The Course of Empire by Eric Flint & K. D. Wentworth. Part three. Chapter 18, 19, 20, 21, 22

“Interesting,” Oppuk said, gazing at her as if she were a prize heifer. “Let me see something more difficult, bemused-reverence, perhaps, or benign-indifference.”

Her cheeks heated. “Might I ask what this is all about, Governor?”

“No.” His red-gold face was quite bland. “If I ask you to show off your movement skills, then you will do so.”

Remember Brent, she told herself. Then, as now, the Governor didn’t need a good reason for the things he did. The Jao had absolute power here and Oppuk was the embodiment of that power. If he said “move,” then she would indeed move and hope it was good enough.

She performed bemused-reverence, as he had demanded, then benign-indifference, awed-respect, eagerness-to-be-instructed, changing every thirty seconds, then every twenty, every ten, her heart hammering, her body drenched in perspiration. As soon as she settled into one posture, she was considering the next, how best to make a graceful transition, how to economize, so that the curved fingers of one posture could move but slightly into the cupped hands of the next. Change and change and change. She was no longer thinking, just becoming, over and over again. For poor lost Brent, she thought. For her family. For all of Earth. She would be good enough. She would not fail—

“Enough!”

Startled, she looked up and met Oppuk’s glittering green-black eyes.

“Who instructed you?”

“No one—formally,” she said, out of breath, muscles jumping from the strain. “I watched Banle and the other Jao who came and went in our household.”

“You do mirror the Narvo style,” the Governor said, “though crudely.” He stared over her head, seeming to see something that wasn’t there. “It will not do. If you must move like a Narvo, then you will learn properly and do us credit.”

She waited, not knowing what was required of her.

“From now on, you are attached to my household. I will acquire a movement master for your instruction. There must be one or two on this benighted planet.” He glared at her. “You will learn and learn well, so that in the end you may be of the most use.”

“In the end?” she echoed hopelessly, knowing a Jao would never deign to explain himself.

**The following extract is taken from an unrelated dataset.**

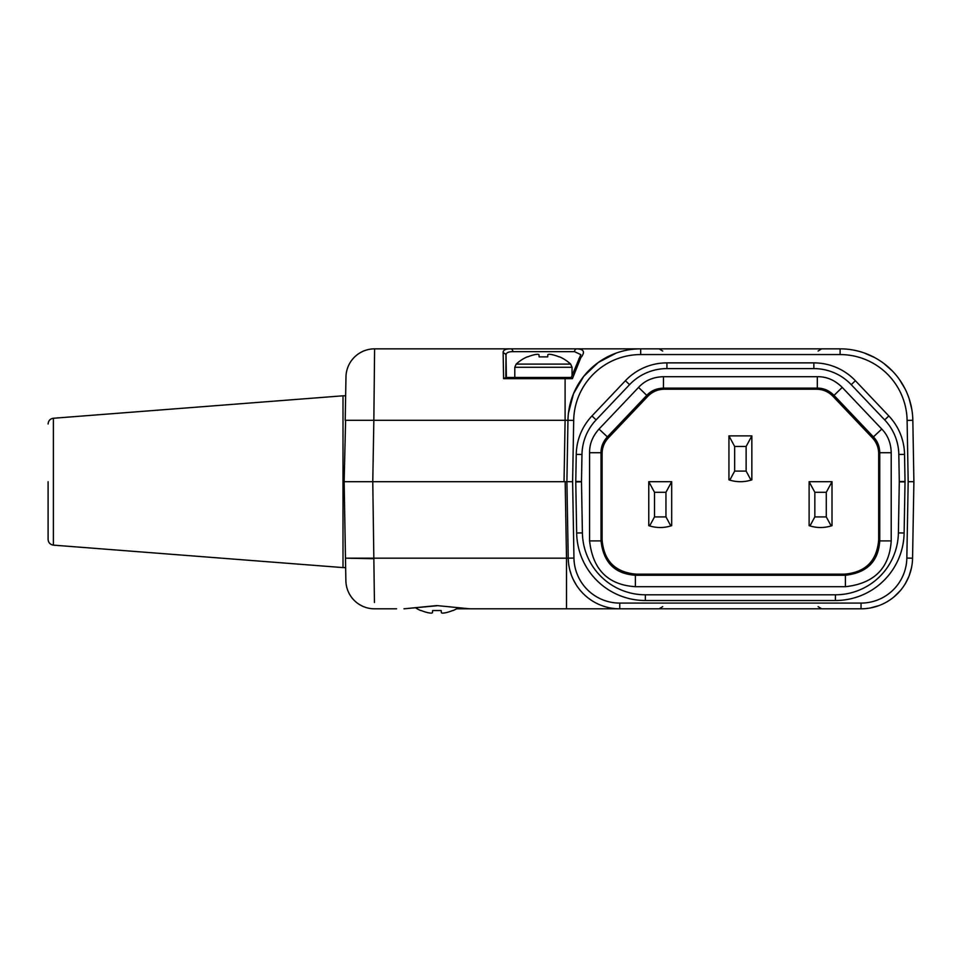 <?xml version="1.0" encoding="UTF-8"?>
<svg xmlns="http://www.w3.org/2000/svg" width="962" height="962" viewBox="0 0 962 962"><rect width="100%" height="100%" fill="white"/><g stroke="black" fill="none" stroke-linecap="round" stroke-linejoin="round"><path stroke-width="1.44" d="M635.389 586.7C608.044 584.896 592.772 569.636 589.586 540.897L589.586 452.717C589.453 444.071 592.604 436.183 599.013 429.064L638.564 387.397C644.865 380.567 653.174 376.996 663.479 376.695L817.315 376.695C826.611 376.563 834.92 380.134 842.231 387.397L881.781 429.064C887.818 435.257 890.968 443.133 891.209 452.717L891.209 540.897C889.405 568.241 874.145 583.513 845.406 586.7L635.389 586.7L635.389 575.252C614.874 573.893 603.427 562.445 601.034 540.897L601.034 452.717C600.949 446.945 603.042 441.69 607.323 436.952L646.861 395.274C651.07 390.728 656.613 388.347 663.479 388.143L817.315 388.143C823.508 388.059 829.052 390.44 833.922 395.274L873.472 436.952C877.5 441.077 879.593 446.332 879.761 452.717L879.761 540.897C878.414 561.399 866.954 572.859 845.406 575.252L635.389 575.252L636.471 574.17L844.323 574.17C865.487 572.438 876.947 560.978 878.679 539.814L878.679 453.619C878.619 447.546 876.526 442.292 872.39 437.842L833.02 396.356C828.474 391.678 822.931 389.297 816.401 389.213L664.381 389.213C657.864 389.297 652.32 391.678 647.775 396.356L608.405 437.842C604.268 442.292 602.176 447.546 602.104 453.619L602.104 539.814C603.847 560.978 615.295 572.438 636.471 574.17M648.773 481.697L648.773 525.649L649.627 525.925C656.697 528.042 663.768 528.042 670.827 525.925L671.68 525.649L671.68 481.697L648.773 481.697L654.509 492.291L665.957 492.291L671.68 481.697M649.627 525.925L654.509 516.907L654.509 492.291M654.509 516.907L665.957 516.907L665.957 492.291M670.827 525.925L665.957 516.907M728.943 435.882L728.943 479.846L729.797 480.122C736.868 482.227 743.927 482.227 750.997 480.122L751.851 479.846L751.851 435.882L728.943 435.882L734.667 446.476L746.127 446.476L751.851 435.882M729.797 480.122L734.667 471.103L734.667 446.476M734.667 471.103L746.127 471.103L746.127 446.476M750.997 480.122L746.127 471.103M809.114 481.697L809.114 525.649L809.968 525.925C817.027 528.042 824.097 528.042 831.156 525.925L832.01 525.649L832.01 481.697L809.114 481.697L814.838 492.291L826.286 492.291L832.01 481.697M809.968 525.925L814.838 516.907L814.838 492.291M814.838 516.907L826.286 516.907L826.286 492.291M831.156 525.925L826.286 516.907M581.493 481.565L575.769 481.469A13.167 13.167 0 0 0 575.769 481.926L576.659 532.996A68.711 68.711 0 0 0 645.37 600.516L835.425 600.516A68.711 68.711 0 0 0 904.124 532.996L905.026 481.926A13.167 13.167 0 0 0 905.026 481.469L904.545 454.377A57.263 57.263 0 0 0 888.828 415.957L855.398 380.724A57.263 57.263 0 0 0 813.852 362.878L666.931 362.878A57.263 57.263 0 0 0 625.396 380.724L591.967 415.957A57.263 57.263 0 0 0 576.25 454.377L575.769 481.469L576.25 454.377L581.974 454.473L581.493 481.565A7.443 7.443 0 0 0 581.493 481.83L582.395 532.9A62.987 62.987 0 0 0 645.37 594.793L835.425 594.793A62.987 62.987 0 0 0 898.4 532.9L899.29 481.83A7.443 7.443 0 0 0 899.29 481.565L898.821 454.473A51.539 51.539 0 0 0 884.679 419.901L851.238 384.668A51.539 51.539 0 0 0 813.852 368.602L666.931 368.602A51.539 51.539 0 0 0 629.557 384.668L596.115 419.901A51.539 51.539 0 0 0 581.974 454.473M629.557 384.668L625.396 380.724L591.967 415.957L596.115 419.901M912.565 558.176L913.9 481.697L908.176 481.697L907.106 420.406A66.991 66.991 0 0 0 840.115 354.569L640.68 354.569A66.991 66.991 0 0 0 573.689 420.406L572.618 481.697L566.895 481.697L568.229 558.176A51.539 51.539 0 0 0 619.756 608.814L861.038 608.814A51.539 51.539 0 0 0 912.565 558.176L906.841 558.08L908.176 481.697M913.9 481.697L912.83 420.298A72.727 72.727 0 0 0 840.115 348.845L640.68 348.845A72.727 72.727 0 0 0 567.965 420.298L566.895 481.697L565.043 481.697L566.895 481.697M870.309 607.972L878.811 605.651M886.784 601.923L889.958 599.939M894.011 596.885L900.264 590.704M905.386 583.537L908.729 576.803M909.09 575.901L911.531 567.616M911.796 409.307L909.222 398.917M905.086 388.888L899.434 379.497M892.351 370.971L883.946 363.54M874.422 357.443L864.02 352.886M852.548 349.915L851.598 349.759M840.115 354.569L840.115 348.845L639.754 348.845M637.012 348.845L608.681 348.845M599.458 348.845L588.383 348.845M627.464 348.845L576.923 348.845C584.006 349.158 585.317 352.104 580.832 357.672L572.426 378.655L503.583 378.655L503.15 353.042C502.825 350.24 505.29 348.845 510.557 348.845L639.766 348.845M503.15 353.042A2.862 2.694 -1 0 1 506.012 355.7C505.699 353.006 507.996 351.659 512.89 351.659A2.862 2.333 90 0 0 510.557 348.845L374.603 348.845L374.567 352.056M374.086 397.318L373.977 407.082M572.426 378.655L571.284 377.477L505.832 377.477L506.012 355.7L506.397 377.477M569.263 377.477L565.103 377.477L565.103 420.31L567.965 420.31M512.89 351.659L574.542 351.659L580.832 354.641L571.236 377.465M580.832 357.672A2.862 2.369 -148.1 0 0 578.944 358.658M537.169 378.655L503.583 378.655L505.832 377.477M374.446 602.501L372.775 481.697L564.033 481.697L565.103 420.31L373.845 420.298L374.603 348.845A28.632 28.632 0 0 0 345.971 376.984L345.214 420.298L345.971 376.984M564.033 481.697L565.043 481.697M396.572 608.814L374.495 608.814A28.632 28.632 0 0 1 345.875 580.687A28.632 28.632 0 0 0 374.495 608.814A28.632 28.632 -1 0 1 345.875 580.687L344.143 481.697L345.478 558.176L566.51 558.176L566.51 608.814L619.636 608.814M572.618 481.697L573.953 558.08A45.815 45.815 0 0 0 619.756 603.09L619.756 608.814L469.841 608.814L566.51 608.814M469.829 608.814L456.577 608.814L469.829 608.814L436.904 605.579L469.829 608.814M584.8 608.814L593.253 608.814M600.973 608.814L607.094 608.814M612.553 608.814L616.558 608.814M619.756 608.814L861.026 608.814L861.038 603.09A45.815 45.815 0 0 0 906.841 558.08M436.904 605.759L403.98 608.814L436.904 605.579M345.478 558.176L374.11 558.718M345.214 420.298L373.845 420.298L372.775 481.697L344.143 481.697L345.611 420.226M345.647 567.592L343.001 567.592L343.001 395.803L345.647 395.803M48.1 481.697L48.1 539.417C48.413 542.724 50.168 544.624 53.379 545.129L343.001 567.592M428.343 612.782A40.079 39.935 0 0 1 421.224 610.533A40.079 39.935 0 0 0 428.343 612.782A39.899 36.724 -77.1 0 0 431.204 613.155A39.899 15.212 -84.6 0 0 432.431 612.782L432.623 610.533L441.185 610.533L441.39 612.782A39.899 15.212 84.6 0 0 442.604 613.155A39.899 36.724 77.1 0 0 445.478 612.782A40.079 39.935 -0 0 0 452.585 610.533A40.079 39.935 0 0 1 445.478 612.782M458.525 607.647A40.091 40.091 0 0 1 453.162 610.533L452.585 610.533M415.295 607.647A40.091 40.091 0 0 0 420.647 610.533L421.224 610.533M441.39 612.782L441.185 610.533M432.431 612.782L432.623 610.533M572.041 374.699L572.041 367.28L570.658 364.105A40.091 40.091 0 0 0 559.668 356.878L559.102 356.878A40.079 39.935 180 0 0 551.984 354.617A40.079 39.935 180 0 1 559.102 356.878M514.79 377.477L514.79 367.28L572.041 367.28M551.984 354.617A39.899 36.724 102.9 0 0 549.122 354.244A39.899 15.212 95.4 0 0 547.895 354.617L547.691 356.878L539.141 356.878L538.936 354.617A39.899 15.212 -95.4 0 0 537.71 354.244A39.899 36.724 -102.9 0 0 534.848 354.617A40.079 39.935 180 0 0 527.729 356.878L527.164 356.878A40.091 40.091 0 0 0 516.173 364.105L570.658 364.105M527.729 356.878A40.079 39.935 180 0 1 534.848 354.617M538.936 354.617L539.141 356.878M547.895 354.617L547.691 356.878M817.315 376.695L817.315 388.143L816.401 389.213M842.231 387.397L833.02 396.356M881.781 429.064L872.39 437.842M891.209 452.717L879.761 452.717L878.679 453.619M891.209 540.897L879.761 540.897L878.679 539.814M845.406 586.7L845.406 575.252L844.323 574.17M589.586 540.897L601.034 540.897L602.104 539.814M589.586 452.717L601.034 452.717L602.104 453.619M599.013 429.064L608.405 437.842M638.564 387.397L647.775 396.356M663.479 376.695L663.479 388.143L664.381 389.213M575.769 481.926L581.493 481.83M582.395 532.9L576.659 532.996M645.37 594.793L645.37 600.516M835.425 594.793L835.425 600.516M898.4 532.9L904.124 532.996M905.026 481.926L899.29 481.83M905.026 481.469L899.29 481.565M898.821 454.473L904.545 454.377M884.679 419.901L888.828 415.957M851.238 384.668L855.398 380.724M813.852 368.602L813.852 362.878M666.931 368.602L666.931 362.878M619.756 603.09L861.038 603.09M907.106 420.406L912.83 420.298M640.68 354.569L640.68 348.845M573.689 420.406L567.965 420.298M573.953 558.08L566.51 558.176L565.175 481.697M565.367 378.655L568.891 378.655M571.127 378.655L572.041 378.655M640.584 348.845L576.911 348.845A2.862 2.381 90 0 0 574.542 351.659M48.1 423.977C48.413 420.671 50.168 418.759 53.379 418.266L53.379 545.129M636.988 348.845L632.443 348.845M638.84 348.869L637.962 348.893M616.101 353.126L598.292 362.47L583.73 376.346L573.52 393.662L568.446 413.107M576.298 584.98L573.388 579.761M571.476 575.312L569.757 569.769M568.638 563.84L568.277 559.776M584.824 608.814L616.546 608.814M53.379 418.266L343.001 395.803M662.698 606.625L659.126 608.814M818.097 606.625L821.668 608.814M516.173 364.105L514.79 367.28M662.698 351.034L659.126 348.845M818.097 351.034L821.668 348.845"/></g></svg>

“I have plans,” Oppuk said. “You will learn how you fit into them when the flow is right for you to be of use. Until then—” He glared at her, fierce-warning written into every line of his massive frame. “You will apply yourself diligently!”

Or it would be Brent all over again. She understood perfectly. She would refine her skills until she could serve the Governor’s plans.

Either that, or she would die.

* * *

But for the color of the sky, blue instead of ice-green, and the brightness of the sun, Aille might have thought himself back on Marit An. The briny scent of the sea here was very close to that of his homeworld, the sound of waves breaking on the rocks so reminiscent of those below his natal compound, he could close his eyes and see every detail again in his mind.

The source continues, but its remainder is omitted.